There have been a couple of complaints from board members about the name Pudgie. Offensive to overweight people, said one. Too common, said the other.
I like Pudgie because the goddess of creativity is always voluptuous with possibility. “Pudgie” captures this idea of generosity without taking itself too seriously. I would love to have a Pudgie sitting on the edge of my desk, strangely beautiful by form, familiar by name.
Dinner with Guy and Simona tonight turned to alternatives. One group centered around creative women: Isadora Duncan, George Sand, Virginia Woolf. One group centered on classical sources: Venus, Cythera, even caryatid. I still like the idea of naming the award after one of the founders of the study of contemporary culture: Emile Durkheim, Erving Goffman or Lloyd Warner. But no one, and I mean no one, likes this idea.
I like the ervings actually. i think the name erving is a loveable name…it has a rat pack manager feel…also you can salute a fellow canadian by naming them after mr goffman and that he was interested in more of the visible aspects of culture and how they worked seems somewhat less intimidating than winning, say, an “emile” (not a loveable name) or a “jurgen” (similarly unpalatable)

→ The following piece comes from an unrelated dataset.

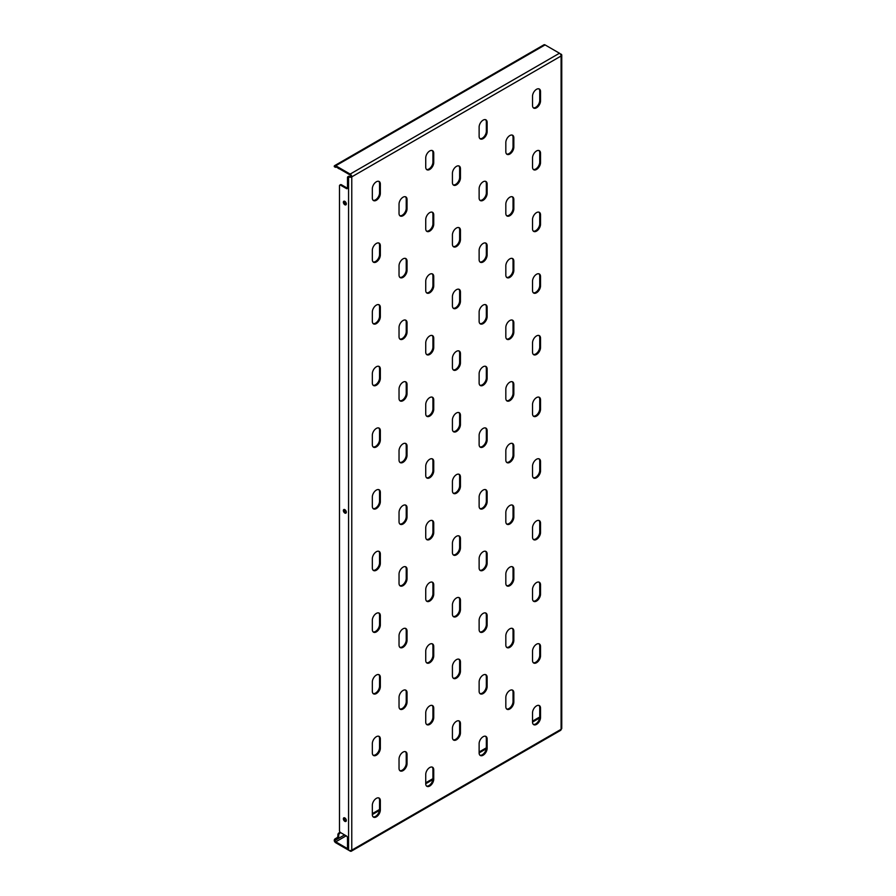<?xml version="1.0" encoding="UTF-8"?>
<svg xmlns="http://www.w3.org/2000/svg" width="896" height="896" viewBox="0 0 896 896"><rect width="100%" height="100%" fill="white"/><g stroke="black" fill="none" stroke-linecap="round" stroke-linejoin="round"><path stroke-width="1.34" d="M456.434 659.635A5.667 3.27 120 0 0 452.424 666.579L452.424 675.83A5.667 3.27 120 0 0 453.6 678.418A5.667 3.27 120 0 0 457.968 676.906A5.667 3.27 120 0 0 460.443 671.205L460.443 661.954A5.667 3.27 120 0 0 459.267 659.355A5.667 3.27 120 0 0 456.434 659.635M509.835 690.469A5.667 3.27 120 0 0 505.826 697.402L505.826 706.653A5.667 3.27 120 0 0 507.002 709.251A5.667 3.27 120 0 0 511.358 707.728A5.667 3.27 120 0 0 513.834 702.027L513.834 692.787A5.667 3.27 120 0 0 512.658 690.189A5.667 3.27 120 0 0 509.835 690.469M536.525 644.224A5.667 3.27 120 0 0 532.526 651.168L532.526 660.408A5.667 3.27 120 0 0 533.691 663.006A5.667 3.27 120 0 0 538.059 661.483A5.667 3.27 120 0 0 540.534 655.782L540.534 646.542A5.667 3.27 120 0 0 539.358 643.944A5.667 3.27 120 0 0 536.525 644.224M536.525 705.88A5.667 3.27 120 0 0 532.526 712.824L532.526 722.075A5.667 3.27 120 0 0 533.691 724.662A5.667 3.27 120 0 0 538.059 723.15A5.667 3.27 120 0 0 540.534 717.45L540.534 708.198A5.667 3.27 120 0 0 539.358 705.6A5.667 3.27 120 0 0 536.525 705.88M343.37 202.216A2.072 1.198 -120 0 0 344.266 204.31A2.072 1.198 -120 0 0 345.867 204.859A2.072 1.198 -120 0 0 346.304 203.907A2.072 1.198 -120 0 0 345.397 201.824A2.072 1.198 -120 0 0 343.795 201.264A2.072 1.198 -120 0 0 343.37 202.216M344.277 201.174A2.072 1.198 -120 0 0 344.165 201.757A2.072 1.198 -120 0 0 346.192 204.49M343.37 818.798A2.072 1.198 -120 0 0 344.266 820.882A2.072 1.198 -120 0 0 345.867 821.442A2.072 1.198 -120 0 0 346.304 820.49A2.072 1.198 -120 0 0 345.397 818.395A2.072 1.198 -120 0 0 343.795 817.846A2.072 1.198 -120 0 0 343.37 818.798M344.277 817.757A2.072 1.198 -120 0 0 344.165 818.328A2.072 1.198 -120 0 0 346.192 821.072M343.37 510.507A2.072 1.198 -120 0 0 344.266 512.59A2.072 1.198 -120 0 0 345.867 513.15A2.072 1.198 -120 0 0 346.304 512.198A2.072 1.198 -120 0 0 345.397 510.115A2.072 1.198 -120 0 0 343.795 509.555A2.072 1.198 -120 0 0 343.37 510.507M344.277 509.466A2.072 1.198 -120 0 0 344.165 510.037A2.072 1.198 -120 0 0 346.192 512.781M536.525 582.568A5.667 3.27 120 0 0 532.526 589.501L532.526 598.752A5.667 3.27 120 0 0 533.691 601.35A5.667 3.27 120 0 0 538.059 599.827A5.667 3.27 120 0 0 540.534 594.126L540.534 584.886A5.667 3.27 120 0 0 539.358 582.288A5.667 3.27 120 0 0 536.525 582.568M536.525 520.912A5.667 3.27 120 0 0 532.526 527.845L532.526 537.096A5.667 3.27 120 0 0 533.691 539.694A5.667 3.27 120 0 0 538.059 538.171A5.667 3.27 120 0 0 540.534 532.47L540.534 523.219A5.667 3.27 120 0 0 539.358 520.632A5.667 3.27 120 0 0 536.525 520.912M536.525 459.256A5.667 3.27 120 0 0 532.526 466.189L532.526 475.44A5.667 3.27 120 0 0 533.691 478.027A5.667 3.27 120 0 0 538.059 476.515A5.667 3.27 120 0 0 540.534 470.814L540.534 461.563A5.667 3.27 120 0 0 539.358 458.976A5.667 3.27 120 0 0 536.525 459.256M536.525 397.6A5.667 3.27 120 0 0 532.526 404.533L532.526 413.784A5.667 3.27 120 0 0 533.691 416.371A5.667 3.27 120 0 0 538.059 414.859A5.667 3.27 120 0 0 540.534 409.158L540.534 399.907A5.667 3.27 120 0 0 539.358 397.32A5.667 3.27 120 0 0 536.525 397.6M536.525 335.933A5.667 3.27 120 0 0 532.526 342.877L532.526 352.128A5.667 3.27 120 0 0 533.691 354.715A5.667 3.27 120 0 0 538.059 353.203A5.667 3.27 120 0 0 540.534 347.502L540.534 338.251A5.667 3.27 120 0 0 539.358 335.653A5.667 3.27 120 0 0 536.525 335.933M536.525 274.277A5.667 3.27 120 0 0 532.526 281.221L532.526 290.461A5.667 3.27 120 0 0 533.691 293.059A5.667 3.27 120 0 0 538.059 291.536A5.667 3.27 120 0 0 540.534 285.835L540.534 276.595A5.667 3.27 120 0 0 539.358 273.997A5.667 3.27 120 0 0 536.525 274.277M536.525 212.621A5.667 3.27 120 0 0 532.526 219.554L532.526 228.805A5.667 3.27 120 0 0 533.691 231.403A5.667 3.27 120 0 0 538.059 229.88A5.667 3.27 120 0 0 540.534 224.179L540.534 214.939A5.667 3.27 120 0 0 539.358 212.341A5.667 3.27 120 0 0 536.525 212.621M536.525 150.965A5.667 3.27 120 0 0 532.526 157.898L532.526 167.149A5.667 3.27 120 0 0 533.691 169.736A5.667 3.27 120 0 0 538.059 168.224A5.667 3.27 120 0 0 540.534 162.523L540.534 153.272A5.667 3.27 120 0 0 539.358 150.685A5.667 3.27 120 0 0 536.525 150.965M536.525 89.309A5.667 3.27 120 0 0 532.526 96.242L532.526 105.493A5.667 3.27 120 0 0 533.691 108.08A5.667 3.27 120 0 0 538.059 106.568A5.667 3.27 120 0 0 540.534 100.867L540.534 91.616A5.667 3.27 120 0 0 539.358 89.029A5.667 3.27 120 0 0 536.525 89.309M483.134 736.714A5.667 3.27 120 0 0 479.125 743.646L479.125 752.898A5.667 3.27 120 0 0 480.301 755.496A5.667 3.27 120 0 0 484.669 753.973A5.667 3.27 120 0 0 487.133 748.272L487.133 739.021A5.667 3.27 120 0 0 485.968 736.434A5.667 3.27 120 0 0 483.134 736.714M483.134 675.058A5.667 3.27 120 0 0 479.125 681.99L479.125 691.242A5.667 3.27 120 0 0 480.301 693.829A5.667 3.27 120 0 0 484.669 692.317A5.667 3.27 120 0 0 487.133 686.616L487.133 677.365A5.667 3.27 120 0 0 485.968 674.778A5.667 3.27 120 0 0 483.134 675.058M483.134 613.402A5.667 3.27 120 0 0 479.125 620.334L479.125 629.586A5.667 3.27 120 0 0 480.301 632.173A5.667 3.27 120 0 0 484.669 630.661A5.667 3.27 120 0 0 487.133 624.96L487.133 615.709A5.667 3.27 120 0 0 485.968 613.122A5.667 3.27 120 0 0 483.134 613.402M483.134 551.734A5.667 3.27 120 0 0 479.125 558.678L479.125 567.93A5.667 3.27 120 0 0 480.301 570.517A5.667 3.27 120 0 0 484.669 569.005A5.667 3.27 120 0 0 487.133 563.304L487.133 554.053A5.667 3.27 120 0 0 485.968 551.454A5.667 3.27 120 0 0 483.134 551.734M483.134 490.078A5.667 3.27 120 0 0 479.125 497.022L479.125 506.262A5.667 3.27 120 0 0 480.301 508.861A5.667 3.27 120 0 0 484.669 507.338A5.667 3.27 120 0 0 487.133 501.648L487.133 492.397A5.667 3.27 120 0 0 485.968 489.798A5.667 3.27 120 0 0 483.134 490.078M483.134 428.422A5.667 3.27 120 0 0 479.125 435.355L479.125 444.606A5.667 3.27 120 0 0 480.301 447.205A5.667 3.27 120 0 0 484.669 445.682A5.667 3.27 120 0 0 487.133 439.981L487.133 430.741A5.667 3.27 120 0 0 485.968 428.142A5.667 3.27 120 0 0 483.134 428.422M483.134 366.766A5.667 3.27 120 0 0 479.125 373.699L479.125 382.95A5.667 3.27 120 0 0 480.301 385.549A5.667 3.27 120 0 0 484.669 384.026A5.667 3.27 120 0 0 487.133 378.325L487.133 369.074A5.667 3.27 120 0 0 485.968 366.486A5.667 3.27 120 0 0 483.134 366.766M483.134 305.11A5.667 3.27 120 0 0 479.125 312.043L479.125 321.294A5.667 3.27 120 0 0 480.301 323.882A5.667 3.27 120 0 0 484.669 322.37A5.667 3.27 120 0 0 487.133 316.669L487.133 307.418A5.667 3.27 120 0 0 485.968 304.83A5.667 3.27 120 0 0 483.134 305.11M483.134 243.454A5.667 3.27 120 0 0 479.125 250.387L479.125 259.638A5.667 3.27 120 0 0 480.301 262.226A5.667 3.27 120 0 0 484.669 260.714A5.667 3.27 120 0 0 487.133 255.013L487.133 245.762A5.667 3.27 120 0 0 485.968 243.174A5.667 3.27 120 0 0 483.134 243.454M483.134 181.787A5.667 3.27 120 0 0 479.125 188.731L479.125 197.982A5.667 3.27 120 0 0 480.301 200.57A5.667 3.27 120 0 0 484.669 199.058A5.667 3.27 120 0 0 487.133 193.357L487.133 184.106A5.667 3.27 120 0 0 485.968 181.507A5.667 3.27 120 0 0 483.134 181.787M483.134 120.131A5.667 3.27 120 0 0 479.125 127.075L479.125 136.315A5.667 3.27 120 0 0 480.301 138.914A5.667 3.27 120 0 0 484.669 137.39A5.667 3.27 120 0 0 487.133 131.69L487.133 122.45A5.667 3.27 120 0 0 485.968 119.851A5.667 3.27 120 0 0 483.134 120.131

Have you thought of calling it the “C by C award” ? It has a nice sound and does speak to the origin.. But..
“Pudgie” for your award ..the way you describe ‘what it means’
I named my dear friend, Pudgie (1.5 yrs. before I read this) He emcompasses ALL the traits
you descibed in all paragraphs/pgs.
re: the meaning of a “Pudgie”
…”creative, full of possibility,
captures idea of generousity
w/ out taking himbvself too seriously,
wondeful by form, familiar by name,
‘Pudgie w/ promise of new & interesting
Wow!!!…exactly who my friend ‘Pudgie’
is ~ like.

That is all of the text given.